Hill previously introduced and passed privacy bills on license plate readers and cellphone interception technologies, but this year’s bill takes a broader, more future-looking stance, he said. “Rather than try to anticipate and have legislation every year dealing with every new product that they come up with … we felt that it would be better to have a more comprehensive, overall policy that would apply to all the different technologies.” Hill used the Santa Clara law as a model and spoke to County Supervisor Joe Simitian in developing the state bill, he said. One bill covering the entire state is better than many local bills because not every locality may be able to accomplish what Santa Clara did, he said. Local governments tend to be more deferential to law enforcement, he said.

EFF hasn’t taken a position on the Hill measure, but Buttar raised some early concerns he hopes will be addressed. The bill “is a theoretically useful nod to transparency principles but it creates a veneer of process that is far from adequate to justify the passage of a measure that could be read to legitimize law enforcement surveillance.” He worries the measure doesn’t provide for ongoing oversight or regular reporting about surveillance technologies’ effectiveness or impact to privacy, he said. It doesn’t require device-specific use policies, allowing law enforcement to have a one-size-fits-all policy covering all surveillance gear. It’s not clear the bill would prohibit nondisclosure agreements that have allowed prior technologies like cell-site simulators to remain secret, he said. The bill could be strengthened through amendments before passage, Buttar said. But Hill’s “willingness to proceed with so weak a start bodes ill for the outcome,” he said.

State police don’t like the bill for opposite reasons. “It goes too far,” Salzillo said. “We’re not really sure what problem it’s attempting to address.” One big concern is that it reveals to criminals how law enforcement uses surveillance, he said. Sheriffs shouldn’t have to seek approval from local supervisory boards before deciding how best to carry out their public safety duties, he said. Salzillo wouldn’t comment on what impact the Santa Clara ordinance has had. The CSSA plans to testify on the bill at next week’s hearing and is willing to work with the author on amendments, he said. The California Police Chiefs Association also opposes the bill, said Jonathan Feldman, the group’s legislative advocate.

That neither side likes the bill could be taken as a sign it’s good legislation, said Hill, but he agreed with Buttar that the proposal in its current form doesn’t protect privacy as strongly as the Santa Clara law. “I defer more to the privacy advocates,” said the state senator. Hill said he’s working on amendments requiring annual reporting and device-specific policies, but is wary of increasing state costs: “We want to finesse the bill in the way that will hopefully get at the information that we need and as frequently as we need it with reporting without making it too difficult on local cost enforcement and too costly on them to do that.”

New York City

The New York City proposal could have major impact, Buttar said. “For a city so much in the crosshairs to say, ‘As much as security matters to us, we’re going to do this in a democratic way,’ that’s huge,” he said. EFF supports the measure, even though it doesn’t include legislative veto power, because it could provide more evidence about surveillance and spur the public to demand stronger protections, he said. “It’s as much as the city council could do for the moment.”

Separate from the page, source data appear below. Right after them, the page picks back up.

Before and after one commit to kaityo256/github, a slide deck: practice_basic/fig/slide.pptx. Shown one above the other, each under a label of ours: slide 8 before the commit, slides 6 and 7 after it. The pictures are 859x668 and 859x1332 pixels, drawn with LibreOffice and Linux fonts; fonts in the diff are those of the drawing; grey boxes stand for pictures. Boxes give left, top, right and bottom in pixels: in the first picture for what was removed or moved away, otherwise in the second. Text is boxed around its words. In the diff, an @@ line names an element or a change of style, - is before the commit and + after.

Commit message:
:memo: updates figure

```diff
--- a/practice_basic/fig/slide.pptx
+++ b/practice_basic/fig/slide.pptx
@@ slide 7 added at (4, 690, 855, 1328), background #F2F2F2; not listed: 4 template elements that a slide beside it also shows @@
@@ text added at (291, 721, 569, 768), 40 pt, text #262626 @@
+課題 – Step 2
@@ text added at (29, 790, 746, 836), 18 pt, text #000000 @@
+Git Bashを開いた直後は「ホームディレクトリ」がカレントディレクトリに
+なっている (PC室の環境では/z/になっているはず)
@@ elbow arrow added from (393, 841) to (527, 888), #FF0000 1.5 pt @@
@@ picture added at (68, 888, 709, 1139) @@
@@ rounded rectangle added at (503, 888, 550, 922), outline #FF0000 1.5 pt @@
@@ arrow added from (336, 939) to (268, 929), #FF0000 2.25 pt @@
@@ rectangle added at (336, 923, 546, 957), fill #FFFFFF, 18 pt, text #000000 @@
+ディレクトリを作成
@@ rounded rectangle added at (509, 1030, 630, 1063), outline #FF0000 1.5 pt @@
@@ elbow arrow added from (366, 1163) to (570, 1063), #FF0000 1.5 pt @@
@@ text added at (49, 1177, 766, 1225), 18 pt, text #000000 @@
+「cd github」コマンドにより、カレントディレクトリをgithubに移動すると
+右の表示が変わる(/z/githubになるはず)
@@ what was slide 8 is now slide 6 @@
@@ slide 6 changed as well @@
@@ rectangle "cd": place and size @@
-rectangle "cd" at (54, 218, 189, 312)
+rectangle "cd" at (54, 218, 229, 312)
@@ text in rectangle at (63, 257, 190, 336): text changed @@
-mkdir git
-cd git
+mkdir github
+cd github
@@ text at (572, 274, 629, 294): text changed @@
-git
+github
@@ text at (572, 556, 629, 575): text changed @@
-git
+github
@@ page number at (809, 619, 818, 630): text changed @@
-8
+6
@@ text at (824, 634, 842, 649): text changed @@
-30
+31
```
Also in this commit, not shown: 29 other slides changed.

"New Yorkers should have the opportunity to weigh in on what surveillance measures are being taken in their name,” Council Member Dan Garodnick (D) said in a March 1 news release unveiling the Post Act. “As the Trump administration moves to expand surveillance, New Yorkers deserve to know what, if any, sensitive data could potentially be shared by the NYPD with the federal government.”

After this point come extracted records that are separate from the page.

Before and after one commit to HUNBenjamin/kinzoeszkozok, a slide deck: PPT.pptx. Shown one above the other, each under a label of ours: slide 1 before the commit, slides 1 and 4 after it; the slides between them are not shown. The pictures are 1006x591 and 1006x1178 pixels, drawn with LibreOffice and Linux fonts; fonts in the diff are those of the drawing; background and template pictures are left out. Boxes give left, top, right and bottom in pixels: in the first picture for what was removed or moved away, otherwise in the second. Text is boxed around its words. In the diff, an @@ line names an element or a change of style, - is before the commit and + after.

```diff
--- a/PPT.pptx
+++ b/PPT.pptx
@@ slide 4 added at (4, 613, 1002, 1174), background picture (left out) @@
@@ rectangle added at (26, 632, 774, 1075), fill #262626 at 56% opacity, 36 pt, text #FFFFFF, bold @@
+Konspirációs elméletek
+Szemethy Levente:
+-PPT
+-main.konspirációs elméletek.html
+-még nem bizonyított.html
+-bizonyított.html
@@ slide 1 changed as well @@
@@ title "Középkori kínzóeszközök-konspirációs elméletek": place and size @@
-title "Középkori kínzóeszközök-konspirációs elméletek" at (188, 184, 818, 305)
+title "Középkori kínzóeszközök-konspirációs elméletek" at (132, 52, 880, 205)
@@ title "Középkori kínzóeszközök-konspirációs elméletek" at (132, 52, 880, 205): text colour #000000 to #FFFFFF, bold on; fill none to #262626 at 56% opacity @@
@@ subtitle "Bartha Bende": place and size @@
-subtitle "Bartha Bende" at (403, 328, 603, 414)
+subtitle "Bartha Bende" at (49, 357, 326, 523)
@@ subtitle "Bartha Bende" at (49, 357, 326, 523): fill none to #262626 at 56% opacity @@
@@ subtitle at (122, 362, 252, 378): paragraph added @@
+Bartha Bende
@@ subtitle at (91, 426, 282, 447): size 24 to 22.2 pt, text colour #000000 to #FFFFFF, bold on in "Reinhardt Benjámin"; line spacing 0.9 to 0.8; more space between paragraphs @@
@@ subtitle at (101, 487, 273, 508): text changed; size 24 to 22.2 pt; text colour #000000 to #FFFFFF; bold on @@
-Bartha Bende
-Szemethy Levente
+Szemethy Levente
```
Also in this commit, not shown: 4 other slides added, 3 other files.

The police department opposed the plan. “We try to be as transparent as possible -- but this bill would not be helpful to anyone in New York City,” Commissioner James O’Neill said in March 1 news conference. Deputy Commissioner and attorney Lawrence Byrne said it would expose how to avoid surveillance technologies: “I know of no police department or law enforcement organization or military unit in the United States that has this type of requirement imposed upon them by law.”